The advanced scouts for a promised snowstorm. A squirrel gallops across the porch roof and back, sounding like a very small, unshod horse.
January 2021
1/30/2021
Amorous squeaks of squirrels. A small fissure in the clouds approaches the sun and the frozen landscape brightens for half a minute.
1/29/2021
Another bitter cold morning. A few snowflakes wander back and forth as if lost. The resident naturalist picks her way down the icy trail.
1/28/2021
Bitter cold. Clouds hide the sunrise, but the crows still herald it. The squirrels appear to be staying in their nests.
1/27/2021
Is it night or day? The 7 o’clock factory whistle has the answer.

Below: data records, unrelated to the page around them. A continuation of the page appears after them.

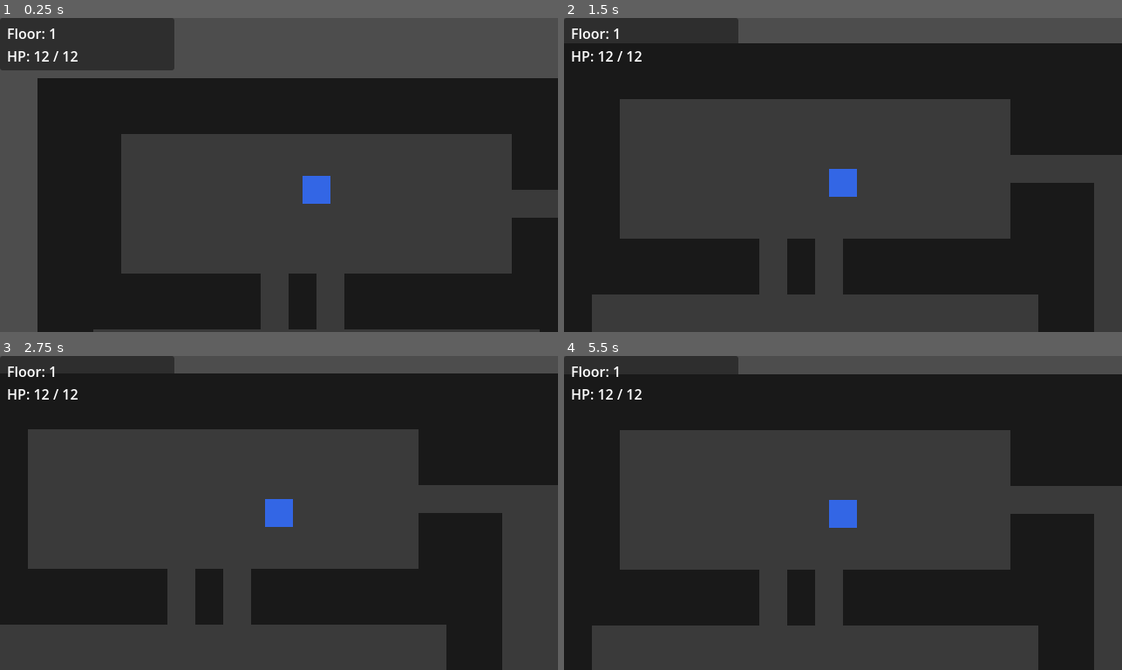
Above: before the commit, frames 1-4 (two rows, left to right).
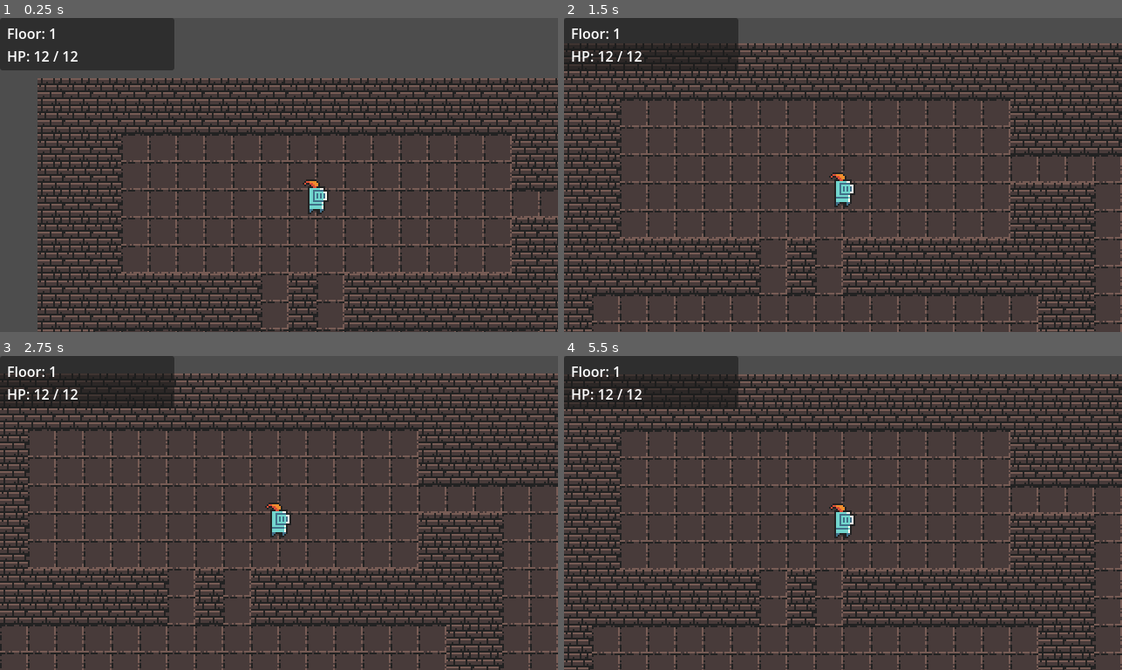
Above: after the commit, the same moments.

Repository: Bacilek/Dragons-in-Dungeons
Game: Godot game, scene res://scenes/main.tscn
The game is run twice, just before and just after one commit, with the same random seed, the same clock (stepped at 60 frames per second) and the same inputs.
Inputs:
- Up to frame 1 (0.25 s): no input
- Up to frame 2 (1.5 s): tap Enter at 0.5 s; hold Right 0.53-1.28 s; tap Space at 0.77 s; hold Down from 1.28 s (still down)
- Up to frame 3 (2.75 s): tap Space at 1.52 s; release Down at 2.03 s; hold Right from 2.03 s (still down)
- Up to frame 4 (5.5 s): release Right at 2.78 s; hold Up 2.78-3.53 s; tap Space at 3.02, 3.77, 4.52, 5 s; hold Left 3.53-5.03 s; hold Down from 5.03 s (still down)

The runs differ from the first frame. In frame 1, 29% of the frame differs, in the area x 6-100%, y 19-100%; in frame 2, 31%, in the area x 0-100%, y 8-100%; in frame 3, 30%; in frame 4, 31%.

Commit message:
feat: swap placeholder tiles for 0x72 DungeonTilesetII sprites
Floor, wall, stairs now load real PNGs from the tileset. Player
uses knight_m sprite instead of a solid blue square.

Co-Authored-By: Claude Sonnet 4.6 <noreply@anthropic.com>

Diff:
--- a/project.godot
+++ b/project.godot
@@ -8,11 +8,15 @@
 
 config_version=5
 
+[animation]
+
+compatibility/default_parent_skeleton_in_mesh_instance_3d=true
+
 [application]
 
 config/name="Dragons in Dungeons"
 run/main_scene="res://scenes/main.tscn"
-config/features=PackedStringArray("4.3", "GL Compatibility")
+config/features=PackedStringArray("4.6", "GL Compatibility")
 
 [autoload]
 
@@ -24,7 +28,10 @@
 window/size/viewport_width=640
 window/size/viewport_height=360
 window/stretch/mode="canvas_items"
-window/stretch/aspect="keep"
+
+[dotnet]
+
+project/assembly_name="Dragons in Dungeons"
 
 [rendering]
 
--- a/scripts/entities/player.gd
+++ b/scripts/entities/player.gd
@@ -8,9 +8,7 @@
 	_setup_sprite()
 
 func _setup_sprite() -> void:
-	var img := Image.create(16, 16, false, Image.FORMAT_RGB8)
-	img.fill(Color(0.2, 0.4, 0.9))  # blue player square
-	$Sprite2D.texture = ImageTexture.create_from_image(img)
+	$Sprite2D.texture = load("res://sprites/0x72_DungeonTilesetII_v1.7/frames/knight_m_idle_anim_f0.png")
 
 func _unhandled_input(event: InputEvent) -> void:
 	if not event is InputEventKey:
--- a/scripts/world/dungeon_floor.gd
+++ b/scripts/world/dungeon_floor.gd
@@ -2,10 +2,12 @@
 extends Node2D
 
 const TILE_SIZE: int = 16
-const SOURCE_ID: int = 0
-const ATLAS_FLOOR := Vector2i(0, 0)
-const ATLAS_WALL := Vector2i(1, 0)
-const ATLAS_STAIRS := Vector2i(2, 0)
+const ATLAS_ORIGIN := Vector2i(0, 0)
+const SOURCE_FLOOR: int = 0
+const SOURCE_WALL: int = 1
+const SOURCE_STAIRS: int = 2
+
+const SPRITES_PATH := "res://sprites/0x72_DungeonTilesetII_v1.7/frames/"
 
 @onready var tilemap: TileMapLayer = $TileMap
 @onready var entities: Node2D = $Entities
@@ -18,30 +20,19 @@
 	_load_floor()
 
 func _setup_tileset() -> void:
-	# Build a 48×16 atlas programmatically: [floor | wall | stairs]
-	var img := Image.create(48, 16, false, Image.FORMAT_RGB8)
-	for y in 16:
-		for x in 16:
-			img.set_pixel(x, y, Color(0.23, 0.23, 0.23))       # floor — dark gray
-		for x in range(16, 32):
-			img.set_pixel(x, y, Color(0.10, 0.10, 0.10))       # wall — near black
-		for x in range(32, 48):
-			img.set_pixel(x, y, Color(0.83, 0.63, 0.09))       # stairs — gold
-
-	var tex := ImageTexture.create_from_image(img)
-
-	var atlas := TileSetAtlasSource.new()
-	atlas.texture = tex
-	atlas.texture_region_size = Vector2i(TILE_SIZE, TILE_SIZE)
-	atlas.create_tile(Vector2i(0, 0))  # floor
-	atlas.create_tile(Vector2i(1, 0))  # wall
-	atlas.create_tile(Vector2i(2, 0))  # stairs
-
 	var tile_set := TileSet.new()
 	tile_set.tile_size = Vector2i(TILE_SIZE, TILE_SIZE)
-	tile_set.add_source(atlas, SOURCE_ID)
+	_add_tile_source(tile_set, SOURCE_FLOOR,  SPRITES_PATH + "floor_1.png")
+	_add_tile_source(tile_set, SOURCE_WALL,   SPRITES_PATH + "wall_mid.png")
+	_add_tile_source(tile_set, SOURCE_STAIRS, SPRITES_PATH + "floor_stairs.png")
+	tilemap.tile_set = tile_set
 
-	tilemap.tile_set = tile_set
+func _add_tile_source(tile_set: TileSet, source_id: int, path: String) -> void:
+	var atlas := TileSetAtlasSource.new()
+	atlas.texture = load(path)
+	atlas.texture_region_size = Vector2i(TILE_SIZE, TILE_SIZE)
+	atlas.create_tile(ATLAS_ORIGIN)
+	tile_set.add_source(atlas, source_id)
 
 func _load_floor() -> void:
 	TurnManager.clear_enemies()
@@ -54,11 +45,11 @@
 			var tile: DungeonData.TileType = _data.grid[y][x]
 			match tile:
 				DungeonData.TileType.FLOOR:
-					tilemap.set_cell(Vector2i(x, y), SOURCE_ID, ATLAS_FLOOR)
+					tilemap.set_cell(Vector2i(x, y), SOURCE_FLOOR, ATLAS_ORIGIN)
 				DungeonData.TileType.WALL:
-					tilemap.set_cell(Vector2i(x, y), SOURCE_ID, ATLAS_WALL)
+					tilemap.set_cell(Vector2i(x, y), SOURCE_WALL, ATLAS_ORIGIN)
 				DungeonData.TileType.STAIRS_DOWN:
-					tilemap.set_cell(Vector2i(x, y), SOURCE_ID, ATLAS_STAIRS)
+					tilemap.set_cell(Vector2i(x, y), SOURCE_STAIRS, ATLAS_ORIGIN)
 
 	# Spawn player on first load; reuse the same instance on subsequent floors
 	if _player == null:
Not shown, added: scripts/autoloads/game_state.gd.uid
Not shown, added: scripts/autoloads/turn_manager.gd.uid
Not shown, added: scripts/dungeon/bsp_node.gd.uid
Not shown, added: scripts/dungeon/dungeon_data.gd.uid
Not shown, added: scripts/dungeon/dungeon_generator.gd.uid
Not shown, added: scripts/entities/entity.gd.uid
Not shown, added: scripts/entities/player.gd.uid
Not shown, added: scripts/entities/stats.gd.uid
Not shown, added: scripts/main.gd.uid
Not shown, added: scripts/ui/hud.gd.uid
Not shown, added: scripts/world/dungeon_floor.gd.uid
Binary file added: sprites/0x72_DungeonTilesetII_v1.7/0x72_DungeonTilesetII_v1.7.png
(and 424 more such lines)

Two minutes later, the mockingbird begins to chirp—that take-charge tone.
1/26/2021
Dawn. In the dim light, a pitter-patter of freezing rain slowly turns into the dry whisper of sleet, then the hush of snow — and back again.
1/25/2021
Leaden sky. The hollow echoes with the drumming of pileated woodpeckers. Two soon stop, but the one with the most resonant tree bangs on.
1/24/2021
Cold (-10°C) and quiet, save for my mother’s periodic hollering at the squirrels on their back porch. My clouds of breath rise straight up.
1/23/2021
The one-time slush pile in the yard looks hard as a wind-dried bone. The tall pines sigh in their sleep. I begin to lose feeling in my toes.
1/22/2021
Half an hour before sunrise, the first inquisitive chirps: mockingbird. A snow-free caesura in the road where the spring flows under it.
1/21/2021
The first stripe of sunlight to make it through the woods follows the 200-year-old colliers’ trail. In thin snow, the cuneiform of sparrows.
1/20/2021
Just after sunrise, the side of the ridge where fresh snow is sheltered from the wind turns pink, until the clouds close in with their flaming bellies.
1/18/2021
A few minutes till sunrise; the wren sounds impatient. But the clouds are heavy—overflowing, in fact. It’s light enough now to see the flakes.
1/17/2021
Seven cardinals—three pairs and a lone male—take turns drinking from the stream, then perch in the lilac’s bare branches, four feet apart.